IT’S EASY to
identify the people in charge – they’re the ones whose needs are attended to
first. Remember the global financial crisis of 2008-09? In the United States,
the question posed by that catastrophic economic meltdown was stark in its
simplicity. Who will the government save: Main Street or Wall Street? The
answer that came back was chillingly unequivocal. Wall Street.
When the US House of Representatives for once attempted to live up to its name by voting down the financial sector’s self-drafted “rescue package”, the reaction of Wall Street was ferocious. Its minions in the Executive Branch descended upon the Capitol Building en masse, making it crystal clear to the errant legislators that they had chosen the wrong side. The vote was held again. Wall Street was saved.
That’s what makes New Zealand’s response to the Covid-19 Pandemic so remarkable. With the example of the global financial crisis to guide them, many Kiwis were resigned to the needs of “business” being put ahead of everybody else. After all, that’s what they saw when they looked abroad – especially to New Zealand’s ideological kith and kin in the United States and the United Kingdom. Here, too, many predicted grimly, it will be profits first, people second.
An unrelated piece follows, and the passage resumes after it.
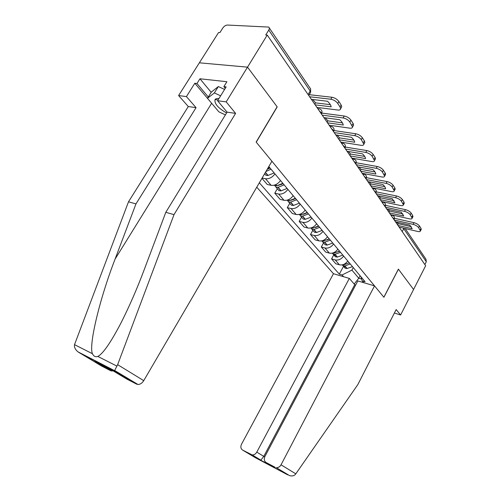 <?xml version="1.0" encoding="UTF-8"?>
<svg xmlns="http://www.w3.org/2000/svg" width="501" height="501" viewBox="0 0 501 501"><rect width="100%" height="100%" fill="white"/><g stroke="black" fill="none" stroke-linecap="round" stroke-linejoin="round"><path stroke-width="0.75" d="M256.756 187.205L333.459 273.715L241.551 444.143C240.38 446.779 240.73 448.758 242.609 450.08L252.16 454.921C254.063 455.04 255.604 454.106 256.794 452.115L263.789 456.373L260.871 460.125L251.114 454.582M207.477 98.302L194.814 83.266L186.41 96.593L178.606 95.553L199.36 62.813L247.519 67.153L277.116 106.776L256.143 142.077L271.924 161.247L143.737 380.654C142.127 383.171 140.199 384.449 137.95 384.486L136.623 384.135L114.579 370.903L114.673 370.496L117.641 364.665L174.016 214.628L235.602 113.383L226.183 101.878L247.519 67.153L199.36 62.813L218.561 32.527L219.901 32.596L222.857 27.931C224.172 26.121 225.707 25.163 227.467 25.05L268.711 27.079C269.519 27.712 269.538 28.714 268.761 30.079L265.737 35.001L267.233 35.076L425.656 265.712L413.575 289.478L398.376 269.125L383.854 297.212L256.243 142.196L277.21 106.901L247.519 67.153L267.233 35.076M405.196 228.556L425.938 259.18L426.313 261.735L403.361 228.13M424.867 264.572L426.313 261.735M274.968 173.891C272.206 177.511 269.043 179.126 265.486 178.738L262.117 178.024M261.942 178.331L267.246 184.462L271.129 185.314C274.673 185.721 277.805 184.13 280.529 180.548M287.918 189.384C285.238 192.923 282.144 194.476 278.625 194.044L274.767 193.167L280.147 199.385L283.986 200.281C287.48 200.732 290.549 199.204 293.191 195.697M277.335 188.72L274.767 193.167M300.205 204.089C297.6 207.546 294.569 209.036 291.1 208.566L287.286 207.652L292.396 213.558L296.185 214.491C299.636 214.973 302.642 213.507 305.215 210.082M289.766 203.293L287.286 207.652M311.873 218.054C309.349 221.436 306.374 222.87 302.948 222.363L299.185 221.417L304.044 227.041L307.789 227.999C311.19 228.519 314.14 227.103 316.638 223.753M301.589 217.146L299.185 221.417M322.976 231.337C320.521 234.643 317.603 236.027 314.227 235.489L310.507 234.518L315.135 239.866L318.836 240.856C322.187 241.407 325.08 240.042 327.51 236.76M312.837 230.328L310.507 234.518M333.547 243.987C331.155 247.225 328.299 248.559 324.967 247.995L321.298 246.993L325.706 252.097L329.357 253.111C332.67 253.681 335.507 252.366 337.874 249.16M323.552 242.885L321.298 246.993M343.63 256.049C341.3 259.217 338.494 260.507 335.207 259.919L331.587 258.898L335.795 263.77L339.402 264.797C342.665 265.398 345.452 264.127 347.757 260.99M333.772 254.865L331.587 258.898M360.801 276.596L362.229 280.904L365.11 281.756L268.824 166.545M362.229 280.904L363.72 282.683M343.617 276.721L342.077 274.961L351.915 270.114L358.766 278.237L361.622 279.076M259.336 182.784L339.321 274.147L342.077 274.961M360.087 275.738L358.766 278.237L354.188 284.048M353.268 267.584L351.915 270.114M343.536 266.307L339.321 274.147M314.766 104.277L315.586 102.868L312.743 99.524M316.901 107.383L337.95 110.038C339.578 110.201 340.467 109.769 340.617 108.742L340.041 106.976L337.737 103.438C336.002 101.171 333.704 99.762 330.835 99.223L331.969 97.257L309.236 94.676M309.605 96.762L330.835 99.223M315.586 102.868L330.316 104.659M331.969 97.257C334.837 97.795 337.129 99.198 338.858 101.478L337.737 103.438M340.041 106.976L341.156 105.022L338.858 101.478M341.156 105.022L341.732 106.788L341.175 107.765M311.39 99.361L327.485 101.265C329.589 103.237 330.823 105.097 331.186 106.832L315.16 104.853M186.41 96.593L196.06 107.659L135.959 203.907L128.5 201.809L74.517 344.644C74.085 347.137 75.225 349.535 77.937 351.84L101.647 366.074L110.721 370.759L95.647 361.703M135.959 203.907L115.086 259.092C99.881 298.195 88.545 344.976 92.422 353.706C93.7 356.317 95.503 357.232 97.833 356.443C102.974 353.806 110.721 342.59 121.073 322.801C129.465 306.155 137.18 288.451 144.213 269.682L165.8 212.318L227.078 112.149L217.603 100.739L226.164 86.886L223.859 86.617L226.89 81.719L199.955 78.776L196.968 83.51L208.291 97M196.06 107.659L188.295 106.538L178.606 95.553M128.5 201.809L188.295 106.538M136.623 384.135L126.903 379.119L111.134 369.669L94.908 361.321M226.183 101.878L217.603 100.739M194.814 83.266L196.968 83.51M235.602 113.383L227.078 112.149M174.016 214.628L165.8 212.318M113.232 370.928L110.721 370.759M225.256 88.358L223.859 86.617M199.955 78.776L211.197 92.328M98.49 362.636L99.154 362.737M295.803 473.846L295.039 474.741C293.761 475.912 291.958 476.219 289.628 475.656L276.339 467.671C278.299 467.765 279.865 466.813 281.042 464.803L295.803 473.846L357.871 384.536L396.159 309.555L400.612 314.991L413.575 289.478L398.433 269.2L383.91 297.281L374.529 285.883L281.042 464.803M394.387 313.019L400.612 314.991M333.459 273.715L349.335 278.418L256.794 452.115M374.529 285.883L357.833 280.936L264.96 456.392C263.789 459.11 264.19 461.164 266.175 462.555L275.149 467.308M355.697 284.969L354.739 284.681L349.335 278.418M354.739 284.681L263.789 456.373L264.735 456.868M266.175 462.555L274.936 467.802M218.956 98.553C216.964 98.328 215.649 98.678 215.01 99.611C214.271 103.638 218.123 108.091 226.577 112.969M225.4 114.898L218.862 111.836L207.47 98.315L211.347 92.084L218.336 86.548L224.592 89.435M207.47 98.315L214.372 92.929L220.634 95.835M218.336 86.548L214.372 92.929M327.103 122.238L327.892 120.854L325.249 117.798M269.651 167.528L267.54 168.743M264.916 174.16L265.874 175.287L267.866 175.519L274.166 172.933M265.912 171.536L271.035 169.188M268.749 168.699L269.3 167.754M270.033 167.979L267.171 169.376M329.144 125.206L349.867 128.175C351.502 128.369 352.397 127.968 352.547 126.985L349.842 122.037C348.195 119.883 345.966 118.524 343.154 117.954L344.243 116.032L321.911 113.094M322.243 115.161L343.154 117.954M327.892 120.854L342.415 122.87M344.243 116.032C347.055 116.595 349.285 117.954 350.925 120.115L349.842 122.037M352.021 125.375L353.099 123.459L350.925 120.115M353.099 123.459L353.625 125.068L353.13 125.951M323.928 117.616L339.784 119.77C341.807 121.655 342.972 123.409 343.279 125.031L327.497 122.808M338.782 139.24L339.546 137.888L337.092 135.095M282.84 183.31L276.834 185.777L274.153 185.201M274.93 185.696L275.976 187.124L277.942 187.374L284.155 184.882M278.017 189.516L278.976 190.643L280.942 190.9L287.123 188.432M281.518 184.543L281.9 183.886M283.146 183.679L277.873 185.552M340.736 142.09L361.146 145.328C362.78 145.547 363.676 145.184 363.832 144.238L361.29 139.61C359.718 137.568 357.551 136.253 354.789 135.652L355.842 133.773L333.973 130.542M334.198 132.571L354.789 135.652M339.546 137.888L353.85 140.098M355.842 133.773C358.603 134.368 360.77 135.683 362.336 137.725L361.29 139.61M363.344 142.772L364.384 140.894L362.336 137.725M364.384 140.894L364.866 142.365L364.421 143.167M335.795 134.894L351.414 137.268C353.362 139.071 354.464 140.731 354.721 142.246L339.177 139.817M349.855 155.366L350.594 154.039L348.32 151.484M295.346 198.277L289.453 200.632L286.998 200.2M287.524 200.506L288.557 201.872L290.505 202.141L296.592 199.767M290.448 204.095L291.407 205.216L293.348 205.491L299.41 203.137M293.674 199.542L293.924 199.104M295.59 198.565L290.818 200.331M351.733 158.097L371.83 161.572C373.464 161.817 374.36 161.491 374.516 160.583L372.118 156.249C370.627 154.308 368.523 153.03 365.805 152.41L366.82 150.569L345.402 147.075M345.527 149.066L365.805 152.41M350.594 154.039L364.69 156.425M366.82 150.569C369.538 151.183 371.642 152.461 373.132 154.402L372.118 156.249M374.072 159.243L375.074 157.402L373.132 154.402M375.074 157.402L375.518 158.754L375.117 159.475M347.043 151.271L362.423 153.838C364.296 155.567 365.342 157.139 365.561 158.56L350.249 155.936M360.376 170.678L361.089 169.376L358.973 167.04M307.226 212.487L301.445 214.741L299.229 214.428M299.492 214.572L300.512 215.887L302.435 216.175L308.409 213.902M302.272 217.941L303.224 219.062L305.14 219.357L311.09 217.108M307.407 212.706L303.424 214.278M362.173 173.296L381.962 176.991C383.597 177.26 384.492 176.959 384.649 176.095L382.388 172.018C380.96 170.177 378.913 168.931 376.245 168.292L377.228 166.489L356.236 162.769M356.28 164.716L376.245 168.292M361.089 169.376L374.973 171.918M377.228 166.489C379.896 167.121 381.944 168.361 383.365 170.208L382.388 172.018M384.242 174.862L385.213 173.058L383.365 170.208M385.213 173.058L385.613 174.298L385.263 174.955M357.72 166.814L372.869 169.557C374.673 171.21 375.669 172.701 375.844 174.035L360.764 171.248M318.517 226.001L312.843 228.155L310.877 227.949L311.885 229.214L313.983 229.496L319.644 227.348M313.513 231.124L314.465 232.239L316.356 232.552L322.193 230.404M318.649 226.158L315.486 227.498M372.105 187.756L391.594 191.639C393.222 191.921 394.118 191.651 394.268 190.825L392.139 186.986C390.774 185.232 388.782 184.03 386.158 183.372L387.11 181.6L366.532 177.686M366.5 179.596L386.158 183.372M370.377 185.238L371.066 183.961L369.105 181.825M371.066 183.961L384.743 186.635M387.11 181.6C389.734 182.251 391.726 183.46 393.085 185.22L392.139 186.986M393.899 189.691L394.838 187.925L393.085 185.22M394.838 187.925L395.208 189.065L394.888 189.66M367.866 181.587L382.783 184.481C384.53 186.065 385.476 187.487 385.613 188.739L370.765 185.802M329.27 238.864L323.702 240.931L321.999 240.812M321.792 240.862L322.719 241.908L324.585 242.233L330.341 240.154M324.228 243.68L325.174 244.795L327.04 245.121L332.77 243.06M329.351 238.964L327.078 240.004M381.555 201.515L400.75 205.567C402.378 205.873 403.267 205.629 403.424 204.834L401.407 201.22C400.099 199.548 398.157 198.371 395.583 197.707L396.504 195.966L376.314 191.883M376.22 193.749L395.583 197.707M379.896 199.097L380.566 197.845L378.743 195.897M380.566 197.845L394.03 200.638M396.504 195.966C399.078 196.636 401.019 197.807 402.322 199.486L401.407 201.22M403.08 203.788L403.988 202.06L402.322 199.486M403.988 202.06L404.044 203.65M377.522 195.647L392.214 198.672L394.907 202.723L380.284 199.661M339.521 251.133L334.048 253.111L332.626 253.061M332.213 253.155L333.046 254.013L334.887 254.351L340.542 252.354M334.292 254.376L335.394 256.762L337.229 257.107L342.859 255.128M339.553 251.176L338.313 251.803M390.567 214.641L409.474 218.837C411.096 219.156 411.979 218.937 412.135 218.179L410.225 214.766C408.973 213.163 407.081 212.023 404.551 211.347L405.441 209.643L385.632 205.404M385.482 207.226L404.551 211.347M388.97 212.305L389.621 211.078L387.931 209.299M389.621 211.078L402.873 213.977M405.441 209.643C407.977 210.32 409.868 211.46 411.114 213.063L410.225 214.766M411.816 217.209L412.705 215.511L411.114 213.063M412.705 215.511L412.761 216.977M386.722 209.036L401.195 212.18L403.762 216.044L389.352 212.869M349.297 262.831L343.924 264.735L342.803 264.735M342.177 264.879L342.903 265.568L344.913 265.899L350.274 264.002M344.037 265.925L345.145 268.198L346.955 268.549L352.491 266.651M399.172 227.16L417.79 231.481C419.406 231.819 420.289 231.625 420.439 230.898L418.629 227.667C417.427 226.139 415.579 225.03 413.093 224.342L413.964 222.669L394.512 218.304M394.312 220.089L413.093 224.342M397.625 224.911L398.257 223.703L396.698 222.087M398.257 223.703L411.308 226.696M413.964 222.669C416.45 223.358 418.297 224.467 419.494 226.001L418.629 227.667M420.145 230.003L421.009 228.337L419.494 226.001M421.009 228.337L421.065 229.69M395.496 221.811L409.749 225.062L412.198 228.744L398.007 225.469M394.055 219.676L393.986 218.712L392.471 217.403M385.163 206.763L385.081 205.729L383.515 204.37M372.763 188.714L374.26 188.633C376.132 189.516 376.714 190.925 376.013 192.866L375.838 193.192L375.744 192.108L374.122 190.693M366.068 178.97L365.93 177.799L364.258 176.333M355.791 164.009L355.616 162.762L353.888 161.228M344.97 148.252L344.757 146.925L342.966 145.328M333.566 131.65L333.309 130.229L331.449 128.569M321.529 114.128L321.229 112.606L319.287 110.865M399.56 227.73L399.785 227.304M329.357 253.111L324.967 247.995M318.836 240.856L314.227 235.489M307.789 227.999L302.948 222.363M296.185 214.491L291.1 208.566M283.986 200.281L278.625 194.044M271.129 185.314L265.486 178.738M339.402 264.797L335.207 259.919M317.853 108.773L319.638 108.849C321.824 109.863 322.487 111.504 321.642 113.771L321.479 114.053M330.027 126.496L331.75 126.534C333.86 127.517 334.505 129.101 333.691 131.293L333.522 131.588M341.557 143.28L343.216 143.286C345.264 144.238 345.89 145.778 345.108 147.901L344.938 148.202M352.491 159.205L354.101 159.18C356.079 160.107 356.693 161.598 355.935 163.652L355.766 163.965M362.881 174.329L364.434 174.273C366.356 175.181 366.957 176.628 366.225 178.625L366.049 178.945M382.169 202.41L383.622 202.31C385.444 203.168 386.014 204.546 385.332 206.431L385.156 206.756M391.143 215.468L392.54 215.342C394.318 216.188 394.876 217.528 394.218 219.363L394.043 219.695M310.251 92.936L310.639 92.278L310.188 90.994L268.761 30.079M308.096 94.57L310.188 90.994C310.877 89.704 310.827 88.727 310.025 88.063L269.294 27.937M402.228 231.606L403.944 228.268M74.517 344.644L92.422 353.706M97.833 356.443L116.958 366.118M114.579 370.903L79.477 352.861M117.641 364.665L143.737 380.654M211.641 103.269L115.086 259.092M242.609 450.08L255.604 457.826L287.781 474.892M275.418 468.097L260.482 460.175M267.866 175.519L265.33 172.532M268.085 175.475L265.43 172.357M276.834 185.777L275.832 184.593M276.621 185.815L275.65 184.675M280.942 190.9L277.942 187.374M281.155 190.862L278.155 187.336M289.453 200.632L288.607 199.63M289.246 200.663L288.432 199.711M293.348 205.491L290.505 202.141M293.561 205.46L290.712 202.11M301.445 214.741L300.738 213.908M301.239 214.772L300.569 213.983M305.14 219.357L302.435 216.175M305.341 219.332L302.642 216.144M312.843 228.155L312.267 227.473M312.643 228.187L312.098 227.548M316.356 232.552L313.776 229.527M316.557 232.527L313.983 229.496M323.702 240.931L323.239 240.386M323.502 240.956L323.076 240.455M327.04 245.121L324.585 242.233M327.241 245.095L324.786 242.208M334.048 253.111L333.691 252.692M333.854 253.137L333.534 252.761M337.229 257.107L334.887 254.351M337.423 257.082L335.081 254.333M346.955 268.549L344.719 265.918M347.149 268.53L344.913 265.899M318.085 108.654L317.74 108.611M330.341 126.333L329.865 126.265M341.939 143.086L341.356 142.992M352.929 158.98L352.259 158.861M363.369 174.079L362.611 173.935M373.289 188.439L372.462 188.276M382.726 202.122L381.843 201.934M391.726 215.161L390.786 214.954M308.748 95.516L310.639 92.278L310.551 88.74M340.617 108.742L341.732 106.788M111.873 371.078L99.505 363.682M114.673 370.496L137.95 384.486M114.61 370.677L77.937 351.84M252.16 454.921L260.871 460.125M274.247 467.389L260.658 460.194M276.339 467.671L289.628 475.656M218.117 99.912L215.01 99.611M265.874 175.287L264.597 173.784M352.547 126.985L353.625 125.068M278.976 190.643L275.976 187.124M274.642 185.564L274.298 185.163M363.832 144.238L364.866 142.365M291.407 205.216L288.557 201.872M374.516 160.583L375.518 158.754M303.224 219.062L300.512 215.887M384.649 176.095L385.613 174.298M314.465 232.239L311.885 229.214M394.268 190.825L395.208 189.065M325.174 244.795L322.719 241.908M403.424 204.834L404.332 203.105M335.394 256.762L333.046 254.013M412.135 218.179L413.018 216.482M345.145 268.198L342.903 265.568M420.439 230.898L421.297 229.233"/></g></svg>

But they were wrong. Here in New Zealand, by a miracle of historical alchemy, we were blessed with a prime minister and a government who, against all expectations, reversed the neoliberal formula. In “going hard and going early”, Jacinda Ardern’s government had opted to put people first.
For thirty-five years it has been a very different story. For thirty-five years New Zealanders have been told that their welfare is utterly dependent on the health of the business sector. Looking after the business sector, we have been encouraged to believe, is the same as looking after ourselves. Because, in the final analysis, if you don’t have a thriving business sector, then you don’t have anything.
Jacinda Ardern turned that proposition on its head. Looking after the people, she said, is the same as looking after the business sector. If you don’t have a healthy people, then you don’t have anything. To the utter astonishment of the nation’s business leaders and their media mouthpieces, the state intervened unreservedly and decisively. It locked the country down.
And we got it. Blessedly free of the sort of economic expertise that insists such policies are completely counter-productive, New Zealanders cheered-on a government prepared to borrow tens-of-billions of dollars to keep them and their loved ones safe. When was the last time anyone had done that?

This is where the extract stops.